Stored data:
* * *

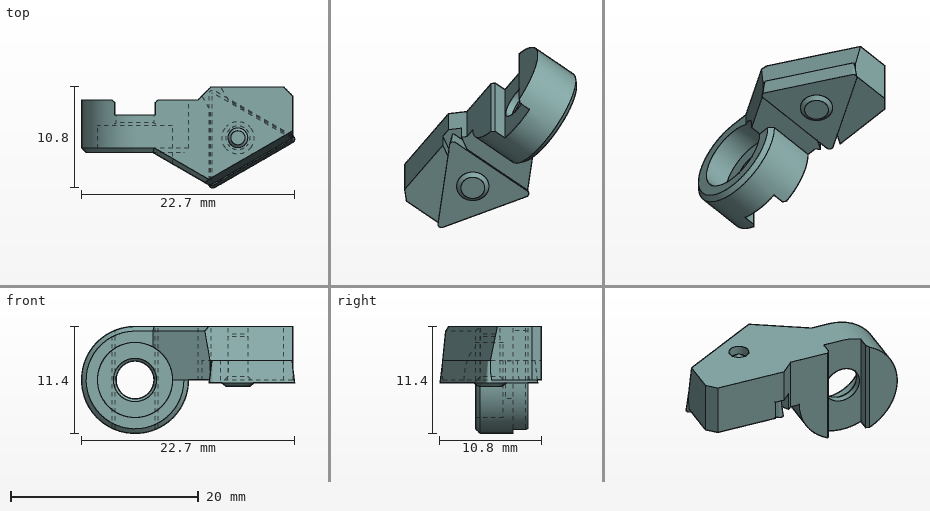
import cadquery as cq
import math


eye_radius = 5.7
eye_length = 5.6
front_chamfer = 0.5
counterbore_radius = 4.0
counterbore_depth = 2.9
bore_radius = 2.0
bore_chamfer = 0.3

overrun = 1.0
cutter_size = 40.0
edge_box = 0.01

slot_half_width = 2.15
slot_depth = 1.6
slot_corner_chamfer = 0.3

arm_top = eye_radius
arm_bottom = 0.0
edge_angle = 30.0
bend_x = 1.9
head_back = 7.0
head_shoulder_x = 6.7
head_end = 16.8
head_end_chamfer = 1.0
flank_tilt = 10.0
flank_distance_at_top = 6.39

insert_inner_radius = 3.175
insert_corner_radius = 0.4
insert_clearance_angle = 7.0
insert_thickness = 2.38
insert_x = 11.05
insert_y = 1.42
insert_top = 2.06
insert_bottom = insert_top - insert_thickness

pocket_inner_radius = 3.03
relief_width = 2.2

screw_x = 10.95
screw_y = 1.57
screw_head_radius = 1.72
screw_head_face_radius = 1.27
screw_head_rise = 0.36
screw_head_cone_height = 0.7
shank_radius = 1.05
shank_chamfer = 0.3
tip_recess = 0.8
shank_tip = arm_top - tip_recess

edge_slope = math.tan(math.radians(edge_angle))
flank_normal = cq.Vector(math.sin(math.radians(edge_angle)), -math.cos(math.radians(edge_angle)), 0)


def y_cylinder(radius, y_start, length):
    """Cylinder around the eye's axis, from y_start toward +Y."""
    return cq.Workplane(cq.Solid.makeCylinder(radius, length, cq.Vector(0, y_start, 0), cq.Vector(0, 1, 0)))


def make_arm():
    """Arm and head, chamfered along the top front edge, with the tilted flank cut off."""
    height = arm_top - arm_bottom
    reach = head_end - bend_x
    shoulder_end_x = head_shoulder_x + head_back - eye_length
    outline = [
        (0, 0),
        (bend_x, 0),
        (head_end, -reach * edge_slope),
        (head_end, head_back - head_end_chamfer),
        (head_end - head_end_chamfer, head_back),
        (shoulder_end_x, head_back),
        (head_shoulder_x, eye_length),
        (0, eye_length),
    ]
    arm = cq.Workplane("XY").workplane(offset=arm_bottom).polyline(outline).close().extrude(height)
    front_box = cq.selectors.BoxSelector(
        (0, -reach, arm_top - edge_box),
        (head_end - edge_box, edge_box, arm_top + edge_box),
    )
    top_front_edges = arm.faces(">Z").edges(front_box)
    arm = top_front_edges.chamfer(front_chamfer)
    return arm.cut(flank_cutter())


def flank_cutter():
    """Block beyond the head's flank, whose face leans outward toward the bottom."""
    tilt = math.radians(flank_tilt)
    normal = flank_normal * math.cos(tilt) + cq.Vector(0, 0, math.sin(tilt))
    along_flank = cq.Vector(-flank_normal.y, flank_normal.x, 0)
    origin = flank_normal * flank_distance_at_top + cq.Vector(0, 0, arm_top)
    plane = cq.Plane(origin=origin, xDir=along_flank, normal=normal)
    return cq.Workplane(plane).rect(cutter_size, cutter_size).extrude(cutter_size)


def make_eye():
    """Ring with a chamfered front edge."""
    return y_cylinder(eye_radius, 0, eye_length).faces("<Y").edges().chamfer(front_chamfer)


def back_slot():
    """Slot through the full height of the eye's back, with chamfered mouth corners."""
    floor_y = eye_length - slot_depth
    mouth = slot_half_width + slot_corner_chamfer
    half_outline = [
        (slot_half_width, floor_y),
        (slot_half_width, eye_length - slot_corner_chamfer),
        (mouth, eye_length),
    ]
    mirrored = [(-x, y) for x, y in reversed(half_outline)]
    outline = half_outline + mirrored
    return cq.Workplane("XY").polyline(outline).close().extrude(eye_radius, both=True)


def bore():
    """Counterbore from in front of the arm, and the bore with its chamfered edge."""
    front = -head_end
    recess = y_cylinder(counterbore_radius, front, counterbore_depth - front)
    hole = y_cylinder(bore_radius, 0, eye_length)
    chamfer = cq.Workplane(cq.Solid.makeCone(
        bore_radius + bore_chamfer, bore_radius, bore_chamfer,
        cq.Vector(0, counterbore_depth, 0), cq.Vector(0, 1, 0)))
    return recess.union(hole).union(chamfer)


def rounded_triangle(inner_radius, corner_radius, z):
    """Wire of an equilateral triangle with rounded corners and one corner pointing to +X."""
    outer_diameter = 4 * inner_radius
    triangle = cq.Workplane("XY", origin=(insert_x, insert_y, z)).polygon(3, outer_diameter).extrude(overrun)
    return triangle.edges("|Z").fillet(corner_radius).faces("<Z").wires().val()


def insert_blank():
    """Rounded triangle that narrows upward from its bottom cutting edges, with the corners as cones."""
    inset = insert_thickness * math.tan(math.radians(insert_clearance_angle))
    bottom = rounded_triangle(insert_inner_radius, insert_corner_radius, insert_bottom)
    top = rounded_triangle(insert_inner_radius - inset, insert_corner_radius - inset, insert_top)
    return cq.Workplane(cq.Solid.makeLoft([bottom, top], True))


def insert_pocket():
    """Triangular recess under the head, open to the front, with upright side and rear walls."""
    side_wall_x = insert_x - pocket_inner_radius
    front_y = insert_y - cutter_size
    end_x = head_end + overrun

    def rear_wall_y(x):
        return insert_y + (insert_x + 2 * pocket_inner_radius - x) * edge_slope

    outline = [
        (side_wall_x, front_y),
        (end_x, front_y),
        (end_x, rear_wall_y(end_x)),
        (side_wall_x, rear_wall_y(side_wall_x)),
    ]
    return cq.Workplane("XY").polyline(outline).close().extrude(insert_top)


def corner_relief():
    """Slot along the pocket's back corner bisector, running out through the back of the head."""
    slot = cq.Workplane("XY").rect(relief_width, head_end).extrude(insert_top).translate((0, head_end / 2, 0))
    return slot.rotate((0, 0, 0), (0, 0, 1), edge_angle).translate((insert_x, insert_y, 0))


def make_screw():
    """Countersunk screw with its head down and a chamfered tip inside the head's through hole."""
    profile = [
        (0, insert_bottom - screw_head_rise),
        (screw_head_face_radius, insert_bottom - screw_head_rise),
        (screw_head_radius, insert_bottom),
        (shank_radius, insert_bottom + screw_head_cone_height),
        (shank_radius, shank_tip - shank_chamfer),
        (shank_radius - shank_chamfer, shank_tip),
        (0, shank_tip),
    ]
    screw = cq.Workplane("XZ").polyline(profile).close().revolve(360, (0, 0), (0, 1))
    return screw.translate((screw_x, screw_y, 0))


def make_insert(screw):
    """Insert with a countersunk hole that fits the screw."""
    return insert_blank().cut(screw)


def make_holder():
    """Eye and arm with bore, slot, screw hole and insert pocket."""
    body = make_eye().union(make_arm()).cut(bore()).cut(back_slot())
    screw_hole = cq.Workplane("XY", origin=(screw_x, screw_y, 0)).circle(shank_radius).extrude(arm_top)
    return body.cut(screw_hole).cut(insert_pocket()).cut(corner_relief()).cut(insert_blank())


screw = make_screw()
insert = make_insert(screw)
holder = make_holder()
result = cq.Compound.makeCompound([holder.val(), insert.val(), screw.val()])
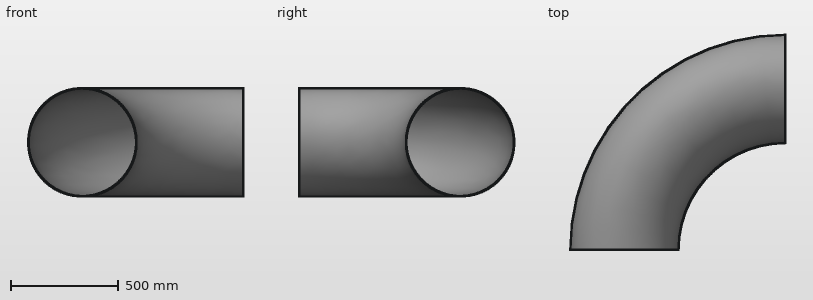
import cadquery as cq

outer_diameter = 506.0
wall_thickness = 3.0
bend_radius = 750.0
bend_angle = 90.0

inner_diameter = outer_diameter - 2 * wall_thickness


def pipe_elbow():
    """Ring section revolved about a vertical axis, from the -Y end to the +X end."""
    section = (
        cq.Workplane("XZ")
        .circle(outer_diameter / 2)
        .circle(inner_diameter / 2)
    )
    axis_start = (bend_radius, 0)
    axis_end = (bend_radius, -1)
    return section.revolve(bend_angle, axis_start, axis_end)


result = pipe_elbow()
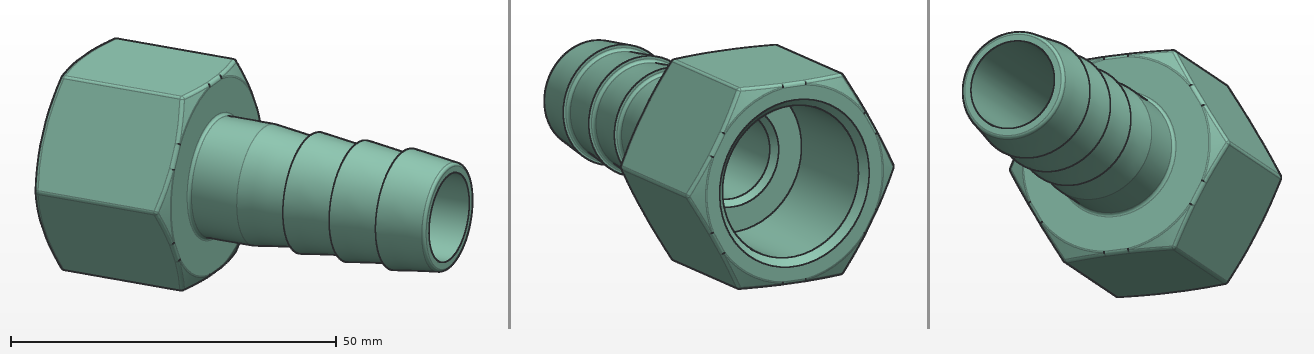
import cadquery as cq
import math

total_length = 63.0
hex_length = 23.0
hex_across_flats = 32.0
hex_edge_radius = 0.6

end_face_radius = 15.6
end_chamfer_angle = 22.0

tail_radius = 9.5
neck_fillet = 0.5
barb_count = 4
barb_pitch = 7.95
barb_root_radius = 8.55
barb_root_fillet = 0.5
tip_fillet = 0.5

socket_radius = 12.05
socket_depth = 18.9
socket_chamfer = 1.2
bore_radius = 7.0
bore_chamfer = 1.0


def turn(profile):
    """Revolve a closed half profile (x, radius) about the X axis."""
    return profile.close().revolve(360, (0, 0, 0), (1, 0, 0))


def fillet_middle(radius):
    """Distance from each side of a square corner to the middle of its fillet."""
    return radius * (1 - math.sqrt(0.5))


def make_hexagon():
    """Hexagon with flats at +Z and -Z, cone-chamfered ends and softened edges."""
    across_corners = hex_across_flats / math.cos(math.radians(30))
    corner_radius = across_corners / 2
    chamfer_length = (corner_radius - end_face_radius) * math.tan(math.radians(end_chamfer_angle))
    prism = (
        cq.Workplane("YZ")
        .polygon(6, across_corners)
        .extrude(hex_length)
        .edges("|X")
        .fillet(hex_edge_radius)
    )
    envelope = turn(
        cq.Workplane("XZ").polyline([
            (0, 0),
            (0, end_face_radius),
            (chamfer_length, corner_radius),
            (hex_length - chamfer_length, corner_radius),
            (hex_length, end_face_radius),
            (hex_length, 0),
        ])
    )
    envelope = envelope.faces("<X or >X").edges().fillet(hex_edge_radius)
    return prism.intersect(envelope).edges("not (%LINE or %CIRCLE)").fillet(hex_edge_radius)


def make_tail():
    """Straight neck followed by a row of identical barbs."""
    barbs_start = total_length - barb_count * barb_pitch
    neck_middle = fillet_middle(neck_fillet)
    root_middle = fillet_middle(barb_root_fillet)
    tip_middle = fillet_middle(tip_fillet)
    profile = (
        cq.Workplane("XZ")
        .moveTo(hex_length, 0)
        .lineTo(hex_length, tail_radius + neck_fillet)
        .threePointArc(
            (hex_length + neck_middle, tail_radius + neck_middle),
            (hex_length + neck_fillet, tail_radius),
        )
        .lineTo(barbs_start, tail_radius)
    )
    for barb in range(1, barb_count):
        barb_end = barbs_start + barb * barb_pitch
        profile = (
            profile
            .lineTo(barb_end - barb_root_fillet, barb_root_radius)
            .threePointArc(
                (barb_end - root_middle, barb_root_radius + root_middle),
                (barb_end, barb_root_radius + barb_root_fillet),
            )
            .lineTo(barb_end, tail_radius)
        )
    profile = (
        profile
        .lineTo(total_length - tip_fillet, barb_root_radius)
        .threePointArc(
            (total_length - tip_middle, barb_root_radius - tip_middle),
            (total_length, barb_root_radius - tip_fillet),
        )
        .lineTo(total_length, 0)
    )
    return turn(profile)


def make_bores():
    """Chamfered socket and the narrower bore that runs through the tail."""
    return turn(
        cq.Workplane("XZ").polyline([
            (0, 0),
            (0, socket_radius + socket_chamfer),
            (socket_chamfer, socket_radius),
            (socket_depth, socket_radius),
            (socket_depth, bore_radius + bore_chamfer),
            (socket_depth + bore_chamfer, bore_radius),
            (total_length, bore_radius),
            (total_length, 0),
        ])
    )


result = make_hexagon().union(make_tail()).cut(make_bores())

* * *

Could you set down, exactly as written, every line from the start of the records above through the line containing "(0, -reach, arm_top", leaving the pictures out?

# SOLUTION TO THIS EXERCISE:
import cadquery as cq
import math


eye_radius = 5.7
eye_length = 5.6
front_chamfer = 0.5
counterbore_radius = 4.0
counterbore_depth = 2.9
bore_radius = 2.0
bore_chamfer = 0.3

overrun = 1.0
cutter_size = 40.0
edge_box = 0.01

slot_half_width = 2.15
slot_depth = 1.6
slot_corner_chamfer = 0.3

arm_top = eye_radius
arm_bottom = 0.0
edge_angle = 30.0
bend_x = 1.9
head_back = 7.0
head_shoulder_x = 6.7
head_end = 16.8
head_end_chamfer = 1.0
flank_tilt = 10.0
flank_distance_at_top = 6.39

insert_inner_radius = 3.175
insert_corner_radius = 0.4
insert_clearance_angle = 7.0
insert_thickness = 2.38
insert_x = 11.05
insert_y = 1.42
insert_top = 2.06
insert_bottom = insert_top - insert_thickness

pocket_inner_radius = 3.03
relief_width = 2.2

screw_x = 10.95
screw_y = 1.57
screw_head_radius = 1.72
screw_head_face_radius = 1.27
screw_head_rise = 0.36
screw_head_cone_height = 0.7
shank_radius = 1.05
shank_chamfer = 0.3
tip_recess = 0.8
shank_tip = arm_top - tip_recess

edge_slope = math.tan(math.radians(edge_angle))
flank_normal = cq.Vector(math.sin(math.radians(edge_angle)), -math.cos(math.radians(edge_angle)), 0)


def y_cylinder(radius, y_start, length):
    """Cylinder around the eye's axis, from y_start toward +Y."""
    return cq.Workplane(cq.Solid.makeCylinder(radius, length, cq.Vector(0, y_start, 0), cq.Vector(0, 1, 0)))


def make_arm():
    """Arm and head, chamfered along the top front edge, with the tilted flank cut off."""
    height = arm_top - arm_bottom
    reach = head_end - bend_x
    shoulder_end_x = head_shoulder_x + head_back - eye_length
    outline = [
        (0, 0),
        (bend_x, 0),
        (head_end, -reach * edge_slope),
        (head_end, head_back - head_end_chamfer),
        (head_end - head_end_chamfer, head_back),
        (shoulder_end_x, head_back),
        (head_shoulder_x, eye_length),
        (0, eye_length),
    ]
    arm = cq.Workplane("XY").workplane(offset=arm_bottom).polyline(outline).close().extrude(height)
    front_box = cq.selectors.BoxSelector(
        (0, -reach, arm_top - edge_box),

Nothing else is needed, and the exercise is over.